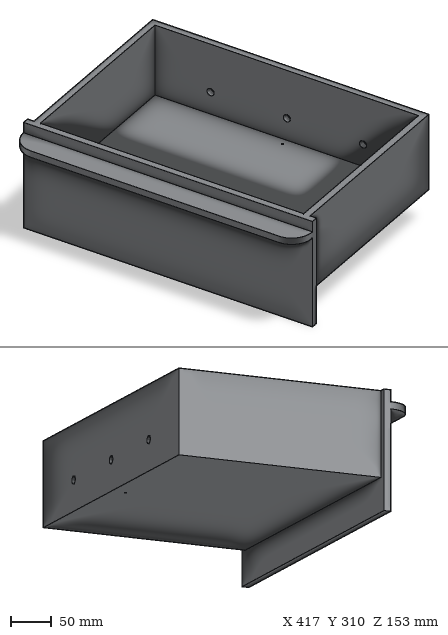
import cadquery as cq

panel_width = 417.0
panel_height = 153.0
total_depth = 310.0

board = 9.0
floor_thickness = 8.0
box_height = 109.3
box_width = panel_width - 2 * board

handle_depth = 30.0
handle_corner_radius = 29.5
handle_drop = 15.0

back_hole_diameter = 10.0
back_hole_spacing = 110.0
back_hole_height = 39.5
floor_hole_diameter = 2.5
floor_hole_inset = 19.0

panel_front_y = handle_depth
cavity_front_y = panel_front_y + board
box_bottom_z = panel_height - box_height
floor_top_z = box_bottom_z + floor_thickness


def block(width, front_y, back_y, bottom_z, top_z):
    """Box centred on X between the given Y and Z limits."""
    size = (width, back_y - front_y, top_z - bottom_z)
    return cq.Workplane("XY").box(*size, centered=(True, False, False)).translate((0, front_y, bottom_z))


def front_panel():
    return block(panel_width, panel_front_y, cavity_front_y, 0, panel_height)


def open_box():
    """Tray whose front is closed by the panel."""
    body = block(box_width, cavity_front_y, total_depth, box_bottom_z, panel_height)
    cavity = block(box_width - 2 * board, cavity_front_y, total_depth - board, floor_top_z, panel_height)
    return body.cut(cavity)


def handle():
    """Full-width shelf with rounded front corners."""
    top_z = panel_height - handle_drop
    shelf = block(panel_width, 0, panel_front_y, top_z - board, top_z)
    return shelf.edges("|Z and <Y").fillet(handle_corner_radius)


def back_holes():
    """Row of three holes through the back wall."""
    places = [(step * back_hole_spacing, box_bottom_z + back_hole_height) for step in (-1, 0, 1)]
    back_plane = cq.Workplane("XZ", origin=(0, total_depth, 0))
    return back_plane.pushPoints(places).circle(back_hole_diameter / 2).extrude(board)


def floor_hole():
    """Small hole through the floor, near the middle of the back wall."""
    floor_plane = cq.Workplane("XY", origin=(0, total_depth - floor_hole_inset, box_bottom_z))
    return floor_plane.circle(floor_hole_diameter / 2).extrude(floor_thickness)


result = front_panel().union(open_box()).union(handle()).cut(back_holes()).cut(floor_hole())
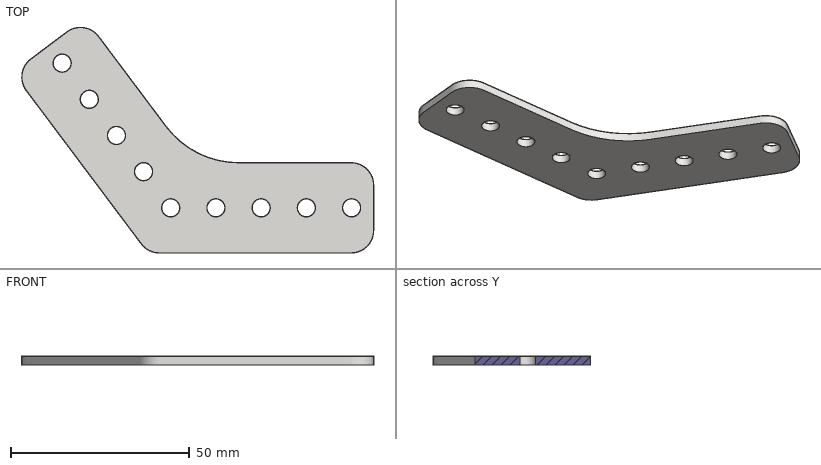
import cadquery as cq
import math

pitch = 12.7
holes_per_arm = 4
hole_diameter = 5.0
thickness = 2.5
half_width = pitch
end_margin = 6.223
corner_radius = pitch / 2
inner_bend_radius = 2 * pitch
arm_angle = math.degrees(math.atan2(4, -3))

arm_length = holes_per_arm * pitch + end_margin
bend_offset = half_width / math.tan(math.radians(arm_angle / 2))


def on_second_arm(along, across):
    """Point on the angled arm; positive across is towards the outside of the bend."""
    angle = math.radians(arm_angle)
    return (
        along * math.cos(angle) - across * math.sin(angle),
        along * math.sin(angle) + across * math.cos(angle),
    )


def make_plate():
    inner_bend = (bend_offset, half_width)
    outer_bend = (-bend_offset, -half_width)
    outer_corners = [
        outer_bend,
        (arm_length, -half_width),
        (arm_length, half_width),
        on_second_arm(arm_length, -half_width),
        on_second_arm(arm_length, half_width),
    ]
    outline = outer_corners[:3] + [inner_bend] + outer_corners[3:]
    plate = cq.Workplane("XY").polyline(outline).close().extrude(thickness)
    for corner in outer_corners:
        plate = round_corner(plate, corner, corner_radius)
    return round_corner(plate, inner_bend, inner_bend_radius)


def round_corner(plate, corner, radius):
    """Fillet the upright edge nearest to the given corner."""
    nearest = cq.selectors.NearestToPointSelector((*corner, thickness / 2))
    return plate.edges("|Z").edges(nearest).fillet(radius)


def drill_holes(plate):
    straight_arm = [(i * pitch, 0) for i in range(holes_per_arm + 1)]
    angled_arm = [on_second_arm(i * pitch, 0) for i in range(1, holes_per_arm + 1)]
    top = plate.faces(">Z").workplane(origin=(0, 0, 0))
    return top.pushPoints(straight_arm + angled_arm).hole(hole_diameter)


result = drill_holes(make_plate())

# # #

EXERCISE:
With the pictures omitted, reproduce the data above exactly.

SOLUTION FOR THIS TASK:
import cadquery as cq

panel_width = 417.0
panel_height = 153.0
total_depth = 310.0

board = 9.0
floor_thickness = 8.0
box_height = 109.3
box_width = panel_width - 2 * board

handle_depth = 30.0
handle_corner_radius = 29.5
handle_drop = 15.0

back_hole_diameter = 10.0
back_hole_spacing = 110.0
back_hole_height = 39.5
floor_hole_diameter = 2.5
floor_hole_inset = 19.0

panel_front_y = handle_depth
cavity_front_y = panel_front_y + board
box_bottom_z = panel_height - box_height
floor_top_z = box_bottom_z + floor_thickness


def block(width, front_y, back_y, bottom_z, top_z):
    """Box centred on X between the given Y and Z limits."""
    size = (width, back_y - front_y, top_z - bottom_z)
    return cq.Workplane("XY").box(*size, centered=(True, False, False)).translate((0, front_y, bottom_z))


def front_panel():
    return block(panel_width, panel_front_y, cavity_front_y, 0, panel_height)


def open_box():
    """Tray whose front is closed by the panel."""
    body = block(box_width, cavity_front_y, total_depth, box_bottom_z, panel_height)
    cavity = block(box_width - 2 * board, cavity_front_y, total_depth - board, floor_top_z, panel_height)
    return body.cut(cavity)


def handle():
    """Full-width shelf with rounded front corners."""
    top_z = panel_height - handle_drop
    shelf = block(panel_width, 0, panel_front_y, top_z - board, top_z)
    return shelf.edges("|Z and <Y").fillet(handle_corner_radius)


def back_holes():
    """Row of three holes through the back wall."""
    places = [(step * back_hole_spacing, box_bottom_z + back_hole_height) for step in (-1, 0, 1)]
    back_plane = cq.Workplane("XZ", origin=(0, total_depth, 0))
    return back_plane.pushPoints(places).circle(back_hole_diameter / 2).extrude(board)


def floor_hole():
    """Small hole through the floor, near the middle of the back wall."""
    floor_plane = cq.Workplane("XY", origin=(0, total_depth - floor_hole_inset, box_bottom_z))
    return floor_plane.circle(floor_hole_diameter / 2).extrude(floor_thickness)


result = front_panel().union(open_box()).union(handle()).cut(back_holes()).cut(floor_hole())
import cadquery as cq
import math

pitch = 12.7
holes_per_arm = 4
hole_diameter = 5.0
thickness = 2.5
half_width = pitch
end_margin = 6.223
corner_radius = pitch / 2
inner_bend_radius = 2 * pitch
arm_angle = math.degrees(math.atan2(4, -3))

arm_length = holes_per_arm * pitch + end_margin
bend_offset = half_width / math.tan(math.radians(arm_angle / 2))


def on_second_arm(along, across):
    """Point on the angled arm; positive across is towards the outside of the bend."""
    angle = math.radians(arm_angle)
    return (
        along * math.cos(angle) - across * math.sin(angle),
        along * math.sin(angle) + across * math.cos(angle),
    )


def make_plate():
    inner_bend = (bend_offset, half_width)
    outer_bend = (-bend_offset, -half_width)
    outer_corners = [
        outer_bend,
        (arm_length, -half_width),
        (arm_length, half_width),
        on_second_arm(arm_length, -half_width),
        on_second_arm(arm_length, half_width),
    ]
    outline = outer_corners[:3] + [inner_bend] + outer_corners[3:]
    plate = cq.Workplane("XY").polyline(outline).close().extrude(thickness)
    for corner in outer_corners:
        plate = round_corner(plate, corner, corner_radius)
    return round_corner(plate, inner_bend, inner_bend_radius)


def round_corner(plate, corner, radius):
    """Fillet the upright edge nearest to the given corner."""
    nearest = cq.selectors.NearestToPointSelector((*corner, thickness / 2))
    return plate.edges("|Z").edges(nearest).fillet(radius)


def drill_holes(plate):
    straight_arm = [(i * pitch, 0) for i in range(holes_per_arm + 1)]
    angled_arm = [on_second_arm(i * pitch, 0) for i in range(1, holes_per_arm + 1)]
    top = plate.faces(">Z").workplane(origin=(0, 0, 0))
    return top.pushPoints(straight_arm + angled_arm).hole(hole_diameter)


result = drill_holes(make_plate())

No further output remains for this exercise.